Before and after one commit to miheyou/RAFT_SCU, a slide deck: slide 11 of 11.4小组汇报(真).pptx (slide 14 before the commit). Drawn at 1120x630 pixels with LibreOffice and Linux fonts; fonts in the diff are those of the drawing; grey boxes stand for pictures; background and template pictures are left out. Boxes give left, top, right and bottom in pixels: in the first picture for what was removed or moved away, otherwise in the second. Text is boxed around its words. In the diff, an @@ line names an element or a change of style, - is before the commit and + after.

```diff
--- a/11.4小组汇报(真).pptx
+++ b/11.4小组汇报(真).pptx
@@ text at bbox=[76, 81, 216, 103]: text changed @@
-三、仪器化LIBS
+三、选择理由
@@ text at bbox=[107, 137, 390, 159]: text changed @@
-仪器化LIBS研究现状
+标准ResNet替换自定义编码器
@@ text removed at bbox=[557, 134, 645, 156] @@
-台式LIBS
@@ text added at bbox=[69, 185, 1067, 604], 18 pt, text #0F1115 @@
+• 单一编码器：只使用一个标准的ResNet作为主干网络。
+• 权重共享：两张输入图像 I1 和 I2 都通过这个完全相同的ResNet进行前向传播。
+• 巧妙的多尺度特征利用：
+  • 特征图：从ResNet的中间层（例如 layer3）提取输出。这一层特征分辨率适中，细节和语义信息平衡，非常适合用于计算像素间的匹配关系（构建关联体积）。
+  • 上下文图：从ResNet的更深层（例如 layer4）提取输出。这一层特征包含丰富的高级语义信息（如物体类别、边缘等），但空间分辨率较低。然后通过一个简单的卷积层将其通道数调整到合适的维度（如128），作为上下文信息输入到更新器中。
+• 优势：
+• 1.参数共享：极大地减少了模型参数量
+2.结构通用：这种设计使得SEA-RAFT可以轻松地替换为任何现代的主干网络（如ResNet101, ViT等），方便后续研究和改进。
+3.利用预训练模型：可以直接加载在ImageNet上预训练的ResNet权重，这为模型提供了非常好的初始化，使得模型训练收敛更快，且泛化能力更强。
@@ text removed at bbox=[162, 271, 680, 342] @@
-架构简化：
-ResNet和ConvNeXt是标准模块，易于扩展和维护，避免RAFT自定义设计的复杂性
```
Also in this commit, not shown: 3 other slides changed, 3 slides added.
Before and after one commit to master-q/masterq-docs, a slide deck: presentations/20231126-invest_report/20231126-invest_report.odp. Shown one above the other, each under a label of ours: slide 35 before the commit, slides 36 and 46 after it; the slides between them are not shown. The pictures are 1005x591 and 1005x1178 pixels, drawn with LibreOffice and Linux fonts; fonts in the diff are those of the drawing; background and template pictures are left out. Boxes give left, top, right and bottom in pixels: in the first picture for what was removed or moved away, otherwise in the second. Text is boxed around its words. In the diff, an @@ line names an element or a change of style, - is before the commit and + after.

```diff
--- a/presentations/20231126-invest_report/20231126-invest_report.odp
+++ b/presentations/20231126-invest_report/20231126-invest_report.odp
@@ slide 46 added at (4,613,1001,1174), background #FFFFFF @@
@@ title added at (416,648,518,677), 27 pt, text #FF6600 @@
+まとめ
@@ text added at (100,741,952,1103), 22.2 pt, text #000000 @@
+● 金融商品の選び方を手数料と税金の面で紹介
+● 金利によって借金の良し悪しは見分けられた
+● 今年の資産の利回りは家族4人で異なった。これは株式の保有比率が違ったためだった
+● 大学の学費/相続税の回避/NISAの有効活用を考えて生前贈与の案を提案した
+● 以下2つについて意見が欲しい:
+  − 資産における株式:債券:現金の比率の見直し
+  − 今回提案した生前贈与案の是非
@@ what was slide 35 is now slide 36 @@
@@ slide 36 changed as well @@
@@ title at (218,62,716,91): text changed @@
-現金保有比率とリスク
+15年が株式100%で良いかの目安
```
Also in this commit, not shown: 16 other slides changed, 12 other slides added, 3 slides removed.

──────────────────────────────

EXERCISE PROMPT →
Every line above is to be duplicated exactly as shown.

TASK ANSWER →
Before and after one commit to miheyou/RAFT_SCU, a slide deck: slide 11 of 11.4小组汇报(真).pptx (slide 14 before the commit). Drawn at 1120x630 pixels with LibreOffice and Linux fonts; fonts in the diff are those of the drawing; grey boxes stand for pictures; background and template pictures are left out. Boxes give left, top, right and bottom in pixels: in the first picture for what was removed or moved away, otherwise in the second. Text is boxed around its words. In the diff, an @@ line names an element or a change of style, - is before the commit and + after.

```diff
--- a/11.4小组汇报(真).pptx
+++ b/11.4小组汇报(真).pptx
@@ text at bbox=[76, 81, 216, 103]: text changed @@
-三、仪器化LIBS
+三、选择理由
@@ text at bbox=[107, 137, 390, 159]: text changed @@
-仪器化LIBS研究现状
+标准ResNet替换自定义编码器
@@ text removed at bbox=[557, 134, 645, 156] @@
-台式LIBS
@@ text added at bbox=[69, 185, 1067, 604], 18 pt, text #0F1115 @@
+• 单一编码器：只使用一个标准的ResNet作为主干网络。
+• 权重共享：两张输入图像 I1 和 I2 都通过这个完全相同的ResNet进行前向传播。
+• 巧妙的多尺度特征利用：
+  • 特征图：从ResNet的中间层（例如 layer3）提取输出。这一层特征分辨率适中，细节和语义信息平衡，非常适合用于计算像素间的匹配关系（构建关联体积）。
+  • 上下文图：从ResNet的更深层（例如 layer4）提取输出。这一层特征包含丰富的高级语义信息（如物体类别、边缘等），但空间分辨率较低。然后通过一个简单的卷积层将其通道数调整到合适的维度（如128），作为上下文信息输入到更新器中。
+• 优势：
+• 1.参数共享：极大地减少了模型参数量
+2.结构通用：这种设计使得SEA-RAFT可以轻松地替换为任何现代的主干网络（如ResNet101, ViT等），方便后续研究和改进。
+3.利用预训练模型：可以直接加载在ImageNet上预训练的ResNet权重，这为模型提供了非常好的初始化，使得模型训练收敛更快，且泛化能力更强。
@@ text removed at bbox=[162, 271, 680, 342] @@
-架构简化：
-ResNet和ConvNeXt是标准模块，易于扩展和维护，避免RAFT自定义设计的复杂性
```
Also in this commit, not shown: 3 other slides changed, 3 slides added.
Before and after one commit to master-q/masterq-docs, a slide deck: presentations/20231126-invest_report/20231126-invest_report.odp. Shown one above the other, each under a label of ours: slide 35 before the commit, slides 36 and 46 after it; the slides between them are not shown. The pictures are 1005x591 and 1005x1178 pixels, drawn with LibreOffice and Linux fonts; fonts in the diff are those of the drawing; background and template pictures are left out. Boxes give left, top, right and bottom in pixels: in the first picture for what was removed or moved away, otherwise in the second. Text is boxed around its words. In the diff, an @@ line names an element or a change of style, - is before the commit and + after.

```diff
--- a/presentations/20231126-invest_report/20231126-invest_report.odp
+++ b/presentations/20231126-invest_report/20231126-invest_report.odp
@@ slide 46 added at (4,613,1001,1174), background #FFFFFF @@
@@ title added at (416,648,518,677), 27 pt, text #FF6600 @@
+まとめ
@@ text added at (100,741,952,1103), 22.2 pt, text #000000 @@
+● 金融商品の選び方を手数料と税金の面で紹介
+● 金利によって借金の良し悪しは見分けられた
+● 今年の資産の利回りは家族4人で異なった。これは株式の保有比率が違ったためだった
+● 大学の学費/相続税の回避/NISAの有効活用を考えて生前贈与の案を提案した
+● 以下2つについて意見が欲しい:
+  − 資産における株式:債券:現金の比率の見直し
+  − 今回提案した生前贈与案の是非
@@ what was slide 35 is now slide 36 @@
@@ slide 36 changed as well @@
@@ title at (218,62,716,91): text changed @@
-現金保有比率とリスク
+15年が株式100%で良いかの目安
```
Also in this commit, not shown: 16 other slides changed, 12 other slides added, 3 slides removed.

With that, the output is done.